Another use case is dubbed “window into the unseen.” This is a realistic simulation of what’s happening inside, for instance, a running motor or an internal view of organs for surgeons.

Number three is alternate reality. One example is Pokémon Go, where digital worlds are overlaid on the real in real time.

A fourth is expanding human capabilities. “We are weak today and very limited when you think about the metaverse capability, which is infinite. Just think about real time translation of everything you do. You will be able to speak any language without even having to think about it. It could augment your five senses, from everything to the digital world or become your super digital assistant, that basically knows everything you did.  The digital assistant just knows, because it has been able to store everything.”

In the second part of the podcast, Pottier and Griffin discuss the how closely the metaverse  could resemble sci-fi movies.

Griffin argues that a prerequisite to any form of successful metaverse is a set of laws and legislation to build it on.

“For example, if I’m going to be building my metaverse and I choose a particular platform to build it, and bear in mind that can incorporate an entire city, as some countries are trying to do, what happens when the company hosting that platform goes bust?

“We’ve seen a lot of virtual reality trademarks already being registered for company, for third parties that have nothing to do with the original trademarks.

“What happens when somebody else goes onto that same platform, into my virtual world, and then starts building their own virtual reality world in my world? Where do we end up with this kind of this Disney multiverse madness?”

He goes on, “How do we actually audit what’s going on in the metaverse? Because we’re doing all these different things, we have no idea how to keep track of them, how to monitor them, how to report on them. Adidas, for example, has been selling NFTs [but] how do you actually report on that?”

The pair then went on to discuss more far-fetched concepts such as the blending of the virtual with the real, a familiar concept from trippy sci-fi classics like Total Recall and The Matrix.

The gist of the discussion is that many of the elements that could lead to such fictional scenarios are already science fact.

Pottier says, “To actually get into The Matrix scenario, I think first we need to actually already agree to live in The Matrix in a virtual actual reality, at least part of, maybe most of our time.
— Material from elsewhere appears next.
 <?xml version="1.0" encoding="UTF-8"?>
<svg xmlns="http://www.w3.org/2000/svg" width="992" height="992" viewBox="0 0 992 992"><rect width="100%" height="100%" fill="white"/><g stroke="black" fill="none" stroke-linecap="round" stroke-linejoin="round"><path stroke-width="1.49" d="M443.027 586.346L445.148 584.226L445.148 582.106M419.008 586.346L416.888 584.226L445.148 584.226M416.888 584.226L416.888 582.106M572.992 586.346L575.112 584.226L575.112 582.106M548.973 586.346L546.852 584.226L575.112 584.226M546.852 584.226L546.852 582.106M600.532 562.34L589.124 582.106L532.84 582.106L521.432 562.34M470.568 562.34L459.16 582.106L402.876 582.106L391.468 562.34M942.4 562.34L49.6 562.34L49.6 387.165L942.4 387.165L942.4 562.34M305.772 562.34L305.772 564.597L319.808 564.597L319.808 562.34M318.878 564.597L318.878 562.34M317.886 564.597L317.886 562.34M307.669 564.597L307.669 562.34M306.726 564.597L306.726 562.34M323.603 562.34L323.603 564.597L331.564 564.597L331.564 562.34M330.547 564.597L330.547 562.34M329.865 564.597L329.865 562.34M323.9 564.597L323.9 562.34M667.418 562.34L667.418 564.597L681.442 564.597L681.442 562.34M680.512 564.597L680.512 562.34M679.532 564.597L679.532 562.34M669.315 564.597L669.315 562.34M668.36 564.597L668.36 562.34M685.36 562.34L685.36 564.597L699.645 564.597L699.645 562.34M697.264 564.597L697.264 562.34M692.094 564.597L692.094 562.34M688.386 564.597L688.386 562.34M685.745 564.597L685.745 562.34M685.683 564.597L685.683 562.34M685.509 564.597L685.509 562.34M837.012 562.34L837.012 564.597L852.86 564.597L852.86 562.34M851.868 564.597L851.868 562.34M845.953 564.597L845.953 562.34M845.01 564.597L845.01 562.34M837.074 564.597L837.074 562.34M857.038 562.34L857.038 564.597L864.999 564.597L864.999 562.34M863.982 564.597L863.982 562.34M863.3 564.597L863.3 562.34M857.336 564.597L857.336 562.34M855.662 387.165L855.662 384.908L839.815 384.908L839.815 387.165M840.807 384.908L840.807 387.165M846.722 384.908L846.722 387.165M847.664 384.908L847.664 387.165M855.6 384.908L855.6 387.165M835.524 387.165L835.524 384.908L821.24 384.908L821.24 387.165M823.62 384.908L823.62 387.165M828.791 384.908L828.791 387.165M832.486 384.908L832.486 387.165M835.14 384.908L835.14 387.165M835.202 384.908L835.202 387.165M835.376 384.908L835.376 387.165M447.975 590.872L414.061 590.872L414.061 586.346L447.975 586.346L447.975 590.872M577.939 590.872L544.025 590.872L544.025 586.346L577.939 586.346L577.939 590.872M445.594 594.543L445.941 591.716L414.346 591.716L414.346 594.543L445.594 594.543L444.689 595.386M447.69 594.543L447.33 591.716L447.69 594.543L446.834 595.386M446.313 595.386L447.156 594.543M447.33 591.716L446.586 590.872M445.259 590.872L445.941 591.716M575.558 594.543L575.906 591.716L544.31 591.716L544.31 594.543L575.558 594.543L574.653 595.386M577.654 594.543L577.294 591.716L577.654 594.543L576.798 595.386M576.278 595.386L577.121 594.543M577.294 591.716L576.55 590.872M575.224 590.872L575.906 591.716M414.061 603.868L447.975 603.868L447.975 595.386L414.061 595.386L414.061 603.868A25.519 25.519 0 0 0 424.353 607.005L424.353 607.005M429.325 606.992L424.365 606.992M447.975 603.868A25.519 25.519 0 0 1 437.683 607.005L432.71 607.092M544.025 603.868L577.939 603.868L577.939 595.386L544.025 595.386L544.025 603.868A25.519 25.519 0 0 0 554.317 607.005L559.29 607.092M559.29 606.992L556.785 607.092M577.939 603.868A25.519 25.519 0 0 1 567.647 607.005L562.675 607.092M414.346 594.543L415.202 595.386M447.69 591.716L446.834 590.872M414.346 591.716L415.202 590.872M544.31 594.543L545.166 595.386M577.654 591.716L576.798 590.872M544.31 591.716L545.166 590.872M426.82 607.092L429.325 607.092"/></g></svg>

It means that we are already living in some kind of Ready Player One kind of world, and we already agreed to do that.”

Another idea: most people are used to the idea of a brain machine interface, like a skull cap that reads our brain signals and converts it into text or images.

“Three years ago, we managed to prove that you can actually use artificial intelligence and brain machine interfaces to push information into people’s heads,” says Pottier. “So in The Matrix, when Trinity goes up to the Huey and says, I need to learn how to fly a Huey now and all of a sudden the knowledge is uploaded to her brain, and she gets in and then flies Neo out over the skyscrapers and the skyline. We’ve already done that.

“What scientists have figured out in the labs is how to upload or transmit knowledge to your brain using technology. So when we actually have a look at that Matrix, we are way beyond that already.

“We’ve got a Neuroprosthetic chip that is used in Alzheimer’s able to read your biological brain signals and convert them into ones and zeros. For Alzheimer’s patients, this improves their memory retention by 30. But if I can convert your brain signals into ones and zeros and store it on a computer chip in your head as a memory, isn’t that memory downloading? And then couldn’t I take those ones and zeros and push them into the cloud?”